Here is a quick little article that sure has generated quite the buzz around the forum world....

http://www.outdoorlife.com/blogs/gu...r-introduce-world's-fastest-rimfire-cartridge


----------



## Squigie (Aug 4, 2012)

"If history is any guide..."

To me, that says .20 caliber.

If so...
In a way, I think it's a complete waste, and destined to fail. ...there are too many WMRs and HMRs out there, already.

But, at the same time, my brother and I were discussing the 5mm Remington Magnum, the other day. We both consider the 5mm Rem to be absolutely the best-performing rimfire cartridge released in the last 100 years. It just never caught on well, ammunition is difficult to find (and expensive), there's really only one bullet choice easily obtained, and nearly no one chambers a rifle for it any more.

My prediction:
Bottleneck cartridge in .20 caliber.
Slightly larger case diameter than .22 WMR (say .258"). (As a bi-product, also a slightly larger rim diameter.)
Similar OAL to .22 WMR and .17 HMR (1.350"), but with the shoulder farther forward than .17 HMR.
Thick case walls.
First load to hit the market: 25 gr Solid Copper bullets at 3,000+ fps. 
Next load: 30-32 gr HPs at 2,850 fps.

And... a very distant possibility (don't laugh too hard):
A .14 caliber cartridge that differs only minimally from .22 WMR and .17 HMR. ...again, with a solid copper projectile as the first load released.

That's what _I_ would do, anyway...


----------



## Bax* (Dec 14, 2008)

.20 was my guess too.

The 5mm is awesome.
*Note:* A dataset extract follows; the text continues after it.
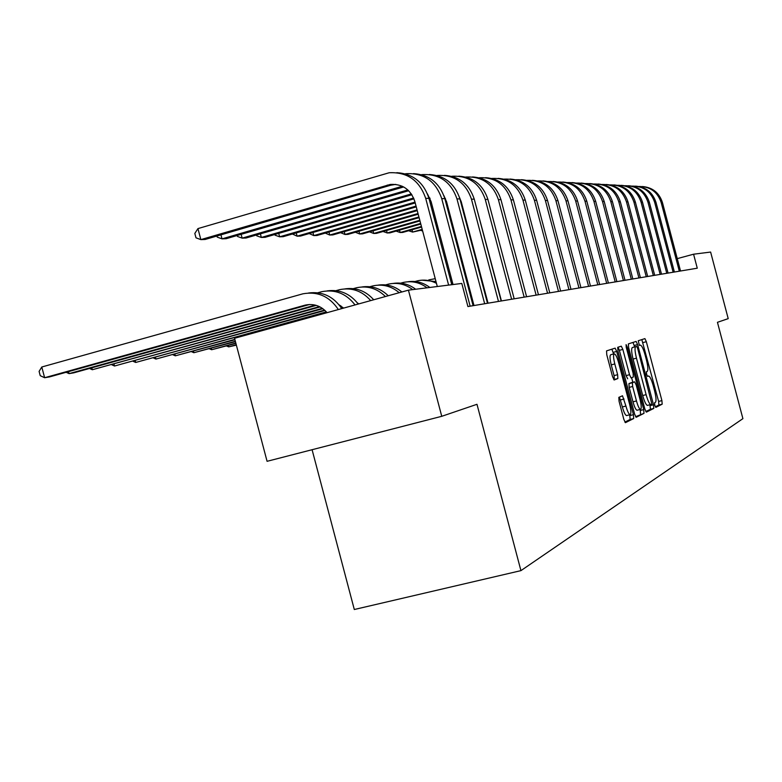 <?xml version="1.0" encoding="UTF-8"?>
<svg xmlns="http://www.w3.org/2000/svg" width="782" height="782" viewBox="0 0 782 782"><rect width="100%" height="100%" fill="white"/><g stroke="black" fill="none" stroke-linecap="round" stroke-linejoin="round"><path stroke-width="1.17" d="M654.778 405.272L655.824 407.393L662.188 404.177L661.914 400.609L646.343 341.705L644.906 338.616L638.22 340.757L639.422 345.419L640.448 345.106C641.846 345.644 643.41 348.958 645.13 355.048L646.44 360.003C648.014 366.465 648.288 370.267 647.261 371.391L646.411 371.733L646.587 374.246L647.604 376.406L648.659 376.015C650.038 376.572 651.572 379.837 653.263 385.809L654.573 390.775C656.147 397.246 656.44 401.088 655.433 402.31L654.593 402.72L654.778 405.272M618.826 397.364L619.061 401.274L623.86 419.426L625.424 422.681L633.694 418.546L633.44 414.695L616.724 351.441L615.131 348.146L606.549 350.883L606.764 354.715L612.55 376.65L614.163 379.974L617.858 378.537L617.633 374.695L614.799 363.953C613.332 357.853 613.176 354.471 614.329 353.787C615.649 354.266 617.066 357.198 618.601 362.594L629.627 404.333C631.123 410.589 631.269 414.049 630.067 414.695C628.787 414.177 627.408 411.303 625.923 406.053L622.492 395.78L618.826 397.364M408.429 290.161L461.8 283.436L467.91 306.554L697.27 268.197L693.575 254.209L710.623 252.058L728.208 318.636L717.446 322.311L742.9 418.653L520.929 570.635L476.981 404.294L441.752 416.307L408.429 290.161L234.561 338.274L267.073 461.312L441.752 416.307M644.857 409.045L646.401 412.143L653.791 408.409L653.517 404.763L637.623 344.569L636.128 341.421L628.366 343.904L628.601 347.54L644.857 409.045M635.59 416.708L643.987 413.355L636.225 417.275M618.044 347.208L619.383 350.336L622.853 349.427L621.289 346.182L617.731 347.306L617.956 351.04L634.622 414.108L636.137 417.285M622.853 349.427L629.53 374.715L631.064 377.921L633.361 377.002L633.117 373.297L626.216 347.198L626.079 344.637L627.164 346.895L643.733 409.602L643.987 413.355M312.086 449.709L354.305 609.51L520.929 570.635M484.332 289.135L483.765 289.213M470.187 291.129L469.298 291.256M693.575 254.209L677.261 258.627M655.316 406.806L658.884 405.008L658.62 401.44L641.827 339.603M634.642 346.876L632.99 342.428M645.795 411.586L650.419 409.26L649.93 404.753M651.875 404.059L637.692 348.547L636.656 346.348L635.688 346.67C634.603 347.736 634.867 351.568 636.47 358.166L646.118 394.666C647.809 400.677 649.363 403.971 650.761 404.548L651.875 404.059M647.633 405.33L647.369 405.399C645.971 404.822 644.417 401.537 642.716 395.526L633.078 359.046C631.475 352.447 631.221 348.616 632.315 347.54L636.626 346.358M619.383 350.336L626.059 375.604L627.682 378.781M631.631 377.706L632.833 382.281M640.038 409.514L640.282 410.472L643.733 409.602M636.47 400.951C637.917 406.093 639.256 408.898 640.478 409.397C641.611 408.761 641.445 405.399 639.989 399.319L636.196 384.979L634.632 381.821L632.403 382.75L632.648 386.494L636.47 400.951L632.99 401.831C634.437 406.963 635.776 409.778 637.007 410.267L637.242 410.208M631.221 382.691L634.632 381.821M632.99 401.831L629.168 387.383L628.933 383.639L631.182 382.701M640.546 414.216L640.282 410.472M626.773 415.525L626.519 415.584C625.229 415.076 623.841 412.202 622.355 406.953L619.403 397.119M614.134 353.835L610.791 354.705C609.628 355.39 609.784 358.782 611.241 364.871L614.799 363.953M613.762 379.651L614.3 379.446L614.075 375.614L611.241 364.871M613.635 353.972L611.856 349.192M624.857 422.094L630.155 419.435L629.706 414.783M642.345 186.517C652.52 187.377 659.216 192.724 662.442 202.558L680.526 270.992M638.972 186.487C650.125 186.487 657.525 191.834 661.171 202.538L679.314 271.198M635.58 186.136C645.922 187.006 652.735 192.44 656.01 202.45L674.397 272.019M632.091 186.106C643.439 186.087 650.976 191.522 654.7 202.421L673.146 272.234M628.581 185.735C639.099 186.615 646.02 192.147 649.363 202.333L668.063 273.084M624.974 185.715C636.538 185.666 644.212 191.199 648.004 202.303L666.763 273.299M621.348 185.334C632.042 186.214 639.089 191.844 642.491 202.206L661.504 274.179M617.614 185.314C629.393 185.236 637.213 190.857 641.084 202.176L660.164 274.404M613.86 184.904C624.74 185.803 631.905 191.531 635.365 202.079L654.72 275.313M609.999 184.894C621.993 184.787 629.96 190.505 633.919 202.049L653.332 275.547M606.109 184.474C617.174 185.373 624.466 191.199 627.995 201.952L647.692 276.486M602.101 184.454C614.32 184.327 622.452 190.143 626.49 201.922L646.255 276.73M467.861 228.197L468.125 230.016M598.074 184.014C609.334 184.933 616.763 190.867 620.351 201.815L640.409 277.708M593.919 184.005C606.382 183.838 614.672 189.762 618.797 201.785L638.923 277.952M468.076 227.611L467.528 227.767M468.203 228.1L467.665 228.246M589.736 183.545C601.202 184.474 608.767 190.515 612.433 201.668L632.853 278.969M585.425 183.545C598.132 183.34 606.597 189.371 610.81 201.639L631.309 279.223M467.421 225.138L466.883 225.284M453.775 229.009L452.915 229.243M467.558 225.636L467.01 225.793M453.902 229.507L453.052 229.752M581.094 183.056C592.766 183.995 600.478 190.153 604.212 201.521L625.014 280.279M576.617 183.056C589.579 182.822 598.22 188.961 602.521 201.492L623.41 280.552M466.737 222.557L466.199 222.714M453.091 226.428L452.231 226.672M438.741 230.504L437.539 230.846M437.627 231.189L438.878 231.032M466.874 223.075L466.336 223.232M453.228 226.956L452.377 227.2M572.111 182.558C584.007 183.496 591.857 189.772 595.669 201.365L616.881 281.637M567.458 182.558C580.694 182.274 589.511 188.53 593.919 201.336L615.209 281.921M466.033 219.869L465.486 220.025M452.387 223.75L451.527 223.994M438.037 227.836L436.835 228.178M466.17 220.416L465.632 220.573M452.524 224.297L451.673 224.542M438.174 228.373L436.972 228.715M422.632 230.993L420.736 230.377M562.776 182.03C574.907 182.978 582.913 189.381 586.793 201.209L608.416 283.055M557.937 182.04C571.456 181.707 580.469 188.091 584.975 201.179L606.685 283.348M465.29 217.073L464.752 217.23M451.644 220.964L450.794 221.208M437.294 225.05L436.092 225.392M422.192 229.351L412.622 232.078L422.339 229.918M465.446 217.65L464.899 217.797M451.8 221.531L450.94 221.775M437.451 225.617L436.248 225.959M412.016 229.771L412.622 232.078L408.605 230.749M479.698 273.817L480.246 273.69M553.069 181.483C565.435 182.441 573.597 188.97 577.566 201.042L599.628 284.531M548.035 181.502C561.847 181.121 571.056 187.621 575.679 201.013L597.819 284.824M464.518 214.16L463.98 214.317M450.882 218.051L450.021 218.295M436.532 222.147L435.33 222.489M421.43 226.457L400.159 232.518L402.691 232.43L421.586 227.044M464.674 214.757L464.137 214.913M451.038 218.647L450.178 218.892M436.688 222.733L435.486 223.075M399.524 230.123L400.159 232.518L396.073 231.11M480.04 275.117L480.666 275.284M479.855 274.384L480.461 274.482M496.707 284.149L497.127 284.697M542.972 180.906C555.582 181.883 563.91 188.54 567.967 200.876L590.469 286.056M537.733 180.935C551.838 180.505 561.261 187.142 565.992 200.837L588.592 286.368M463.716 211.12L463.179 211.277M450.08 215.021L449.22 215.265M435.73 219.116L434.528 219.459M420.628 223.427L387.207 232.977L389.837 232.889L420.794 224.043M463.882 211.736L463.345 211.893M450.237 215.637L449.386 215.881M435.897 219.732L434.694 220.074M386.543 230.475L387.207 232.977L383.043 231.482M465.251 275.929L466.199 276.056M482.865 285.782L483.755 286.955M465.134 275.489L466.062 275.518M481.859 281.999L482.631 282.693M532.454 180.319C545.318 181.297 553.812 188.091 557.957 200.7L580.928 287.659M526.99 180.359C541.418 179.86 551.056 186.634 555.904 200.661L578.973 287.981M462.876 207.944L462.338 208.1M449.239 211.854L448.379 212.098M434.9 215.959L433.697 216.301M419.797 220.28L373.718 233.466L376.455 233.368L419.963 220.915M463.052 208.589L462.504 208.745M449.406 212.499L448.555 212.743M435.066 216.594L433.863 216.946M373.024 230.846L373.718 233.466L369.475 231.863M236.281 344.784L228.706 346.876L236.369 345.116M449.767 277.151L451.067 277.17M467.284 283.622L468.486 284.716M449.738 277.004L450.999 276.906M466.59 281.002L467.704 281.745M228.344 345.497L228.706 346.876L226.575 345.986M521.486 179.694C534.614 180.691 543.294 187.631 547.527 200.505L570.987 289.32M515.778 179.743C530.538 179.195 540.411 186.106 545.386 200.475L568.954 289.663M462.006 204.63L461.458 204.776M448.36 208.54L447.509 208.784M434.02 212.645L432.817 212.987M418.927 216.976L359.671 233.965L362.525 233.857L419.103 217.65M462.182 205.304L461.644 205.461M448.545 209.214L447.685 209.459M434.196 213.32L433.003 213.662M358.948 231.237L359.671 233.965L355.351 232.264M235.832 343.054L211.658 349.73L235.92 343.406M428.751 279.917L435.222 278.666M451.224 282.634L452.788 283.671M450.706 280.689L452.192 281.412M211.277 348.293L211.658 349.73L209.439 348.801M510.04 179.049C523.441 180.055 532.317 187.142 536.638 200.319L560.616 291.051M504.087 179.117C519.189 178.492 529.297 185.549 534.409 200.28L558.485 291.412M461.067 201.16L460.539 201.306M447.451 205.07L446.59 205.314M433.111 209.185L431.908 209.527M418.008 213.525L345.028 234.483L348 234.375L418.194 214.229M461.272 201.864L460.725 202.01M447.636 205.774L446.776 206.018M433.296 209.889L432.094 210.231M344.276 231.628L345.028 234.483L340.62 232.684M235.353 341.255L193.877 352.711L235.45 341.617M415.007 281.5L417.402 280.855C423.991 279.37 430.344 280.191 436.454 283.319M422.006 280.171L435.994 281.579M193.486 351.206L193.877 352.711L191.58 351.734M234.854 339.359L175.334 355.82L234.952 339.74M400.648 283.162L403.248 282.458C411.879 280.601 419.817 282.38 427.06 287.815M407.979 281.755C415.956 280.572 423.248 282.478 429.836 287.463M174.914 354.246L175.334 355.82L172.949 354.793M342.712 307.355L341.235 307.766M326.377 311.881L155.96 359.065L326.69 312.243M343.093 307.697L341.47 308.147M385.614 284.902L388.439 284.13C397.256 282.234 405.359 284.062 412.749 289.623M393.307 283.416C401.469 282.194 408.918 284.14 415.662 289.252M155.53 357.423L155.96 359.065L153.487 357.99M340.541 305.684L339.896 305.86M324.598 310.102L135.716 362.457L324.989 310.454M341.02 306.016L340.18 306.251M369.866 286.72L372.936 285.889C382.642 283.837 391.401 286.114 399.211 292.712M377.95 285.156C386.797 283.837 394.763 286.114 401.87 291.979M135.257 360.737L135.716 362.457L133.136 361.323M322.36 308.333L114.524 366.015L322.858 308.685M353.347 288.636L356.69 287.727C367.608 285.489 377.188 288.431 385.409 296.534M361.851 286.974C371.89 285.528 380.687 288.45 388.243 295.752M114.045 364.197L114.524 366.015L111.836 364.813M498.085 178.384C511.78 179.391 520.841 186.634 525.279 200.114L549.785 292.869M491.858 178.452C507.332 177.758 517.694 184.963 522.943 200.075L547.556 293.24M446.483 201.433L445.632 201.678M432.153 205.558L430.95 205.901M417.06 209.899L329.74 235.03L332.849 234.913L417.246 210.641M446.678 202.176L445.828 202.421M432.348 206.301L431.146 206.644M328.958 232.039L329.74 235.03L325.253 233.104M485.593 177.67C499.59 178.697 508.857 186.106 513.393 199.899L538.456 294.755M479.073 177.768L479.112 177.758C494.947 177.006 505.563 184.366 510.949 199.86L536.129 295.146M431.146 201.756L429.944 202.098M416.053 206.106L313.787 235.597L317.033 235.48L416.259 206.878M445.417 198.481L444.831 198.648M431.351 202.528L430.149 202.88M312.956 232.469L313.787 235.597L309.213 233.554M472.514 176.937C486.824 177.973 496.306 185.549 500.959 199.674L526.599 296.74M465.691 177.045L465.867 177.025C482.044 176.243 492.885 183.78 498.398 199.635L524.165 297.15M429.758 197.856L428.888 198.11M414.998 202.127L297.101 236.184L300.493 236.066L415.213 202.939M430.1 198.638L429.103 198.921M296.231 232.909L297.101 236.184L292.429 234.014M458.809 176.165C473.462 177.211 483.168 184.963 487.929 199.449L514.185 298.822M451.654 176.292L451.986 176.253C468.516 175.451 479.601 183.164 485.251 199.4L511.623 299.242M501.428 300.953L474.215 199.009M413.629 198.012L279.643 236.809L283.192 236.682L413.971 198.833M278.724 233.368L279.643 236.809L275.059 235.186L274.873 234.483M444.45 175.354C459.445 176.409 469.376 184.357 474.263 199.205L501.164 301.002M436.933 175.51L437.431 175.442C454.332 174.621 465.671 182.519 471.448 199.146L498.476 301.441M488.046 303.191L461.321 202.059L459.405 197.191M411.352 193.926L261.344 237.454L265.078 237.327L411.889 194.738M260.386 233.838L261.344 237.454L256.701 235.802L256.486 234.981M358.84 303.885L357.354 302.878M319.437 306.622L92.335 369.73L320.092 306.955M336.006 290.65L339.642 289.653C351.812 287.258 362.164 290.904 370.697 300.611M344.96 288.881C356.23 287.317 365.82 290.953 373.718 299.77M91.826 367.823L92.335 369.73L89.529 368.459M429.357 174.503C444.723 175.559 454.909 183.711 459.914 198.941L487.489 303.289M421.469 174.679L422.143 174.591C439.435 173.741 451.038 181.844 456.962 198.892L484.674 303.758M473.99 305.537L446.6 201.873L443.844 195.529M407.852 189.938L242.166 238.139L246.076 238.002L408.683 190.72M241.159 234.336L242.166 238.139L237.445 236.438L237.19 235.49M343.542 308.118L339.026 304.755M315.283 305.117L69.06 373.63L73.801 372.838L316.27 305.381M317.766 292.771L321.734 291.686C335.195 289.135 346.289 293.553 355.028 304.941M327.228 290.884C339.769 289.223 350.101 293.612 358.234 304.051M68.523 371.626L69.06 373.63L66.138 372.291M413.502 173.614C429.24 174.679 439.689 183.027 444.841 198.677L473.11 305.684M405.193 173.819L406.073 173.692C423.776 172.822 435.652 181.141 441.732 198.618L470.148 306.182M453.022 284.54L431.126 201.678L427.48 193.965M402.329 186.263L222.02 238.862L226.135 238.715L403.678 186.947M220.964 234.844L222.02 238.862L217.23 237.112L216.946 236.017M309.545 304.501L49.598 376.895L44.623 377.726L40.234 375.673L39.1 371.391L41.788 367.002L302.888 293.817C317.707 291.139 329.525 296.388 338.342 309.555M327.062 312.683C321.031 305.86 313.738 303.338 305.205 305.117L44.623 377.726L41.788 367.002M308.567 292.996C322.438 291.236 333.503 296.446 341.763 308.616M396.816 172.675C412.955 173.741 423.668 182.314 428.966 198.393L451.771 284.697M437.304 286.525L414.831 201.473C410.618 189.4 402.407 183.721 390.208 184.454L200.847 239.615L197.944 228.598L389.153 172.754C407.285 171.864 419.455 180.388 425.691 198.335L448.614 285.098M395.77 184.386L390.697 185.226L205.167 239.458L200.847 239.615L195.989 237.816L194.826 233.427L197.944 228.598M647.447 376.318L648.493 376.044M639.334 345.39L640.321 345.126M643.058 342.555L646.343 341.705M658.62 401.44L661.914 400.609M658.884 405.008L662.188 404.177M634.261 345.448L637.623 344.569M650.155 405.604L653.517 404.763M650.419 409.26L653.791 408.409M632.315 347.54L635.688 346.67M633.078 359.046L636.47 358.166M642.716 395.526L646.118 394.666M647.594 405.35L650.8 404.548M626.059 375.604L629.53 374.715M626.206 347.14L627.164 346.895M628.933 383.639L632.403 382.75M629.168 387.383L632.648 386.494M620.507 399.944L624.065 399.035M622.355 406.953L625.923 406.053M614.075 375.614L617.633 374.695M614.3 379.446L617.858 378.537M613.205 352.359L616.724 351.441M629.911 415.574L633.44 414.695M630.155 419.435L633.694 418.546M662.442 202.558L661.171 202.538M656.01 202.45L654.7 202.421M649.363 202.333L648.004 202.303M642.491 202.206L641.084 202.176M635.365 202.079L633.919 202.049M627.995 201.952L626.49 201.922M620.351 201.815L618.797 201.785M612.433 201.668L610.81 201.639M604.212 201.521L602.521 201.492M595.669 201.365L593.919 201.336M586.793 201.209L584.975 201.179M577.566 201.042L575.679 201.013M567.967 200.876L565.992 200.837M557.957 200.7L555.904 200.661M547.527 200.505L545.386 200.475M536.638 200.319L534.409 200.28M525.279 200.114L522.943 200.075M513.393 199.899L510.949 199.86M500.959 199.674L498.398 199.635M487.929 199.449L485.251 199.4M474.263 199.205L471.448 199.146M459.914 198.941L456.962 198.892M444.841 198.677L441.732 198.618M308.558 304.745L304.726 305.244M428.966 198.393L425.691 198.335M390.697 185.226L387.227 185.099M647.369 405.399L650.761 404.548M637.007 410.267L640.478 409.397M626.519 415.584L630.067 414.695M309.046 304.618L305.205 305.117M393.649 184.581L390.208 184.454"/></g></svg>

Too bad you cant just swap barrels from a 22 WMR and shoot the 5mm, but the case diameter is different so you would need to do bolt work too


----------



## BPturkeys (Sep 13, 2007)

Now that sounds like a really stupid idea to me. Exactly where is the market for rounds that are only a little faster than the many loads that are currently available. We already have some great .17's and .20's and with the hot .22 WMR's loadings out there from Rem and CCI, I simply don't see the market, and what new could it possibly bring to the shooter. (I guess it could be a good reason to buy a new gun though..."honey, I don't have one of these"   )


----------



## Squigie (Aug 4, 2012)

The key to its success will lie in what, exactly, these two statements are actually referring to:


> The new round is going to be the fastest rimfire round available by quite a margin.


If it's 100 fps or even 150 fps faster, it won't get too much attention.
But, if they can go from the .17 HMR's ~2,500 fps to, say, 3,000 fps... it will be a featured topic on every forum and blog, and in every magazine. Even 2,800 fps would get it some serious attention.



> One gun maker has already signed up to chamber the cartridge and by the end of 2013, I expect at least two more to jump on the bandwagon.


That's a bit of a strange statement, considering Winchester shouldn't have to "sign up" to produce a cartridge sharing its name. But... Winchester Ammunition (owned by Olin) is not affiliated with Winchester Repeating Arms (which is owned by FN). Winchester is unlikely to offer a firearm for the new cartridge, unless they modify the 1892. Browning is only loosely affiliated, and doesn't often jump on new cartridge introductions. So, the T-bolt is unlikely to be a candidate.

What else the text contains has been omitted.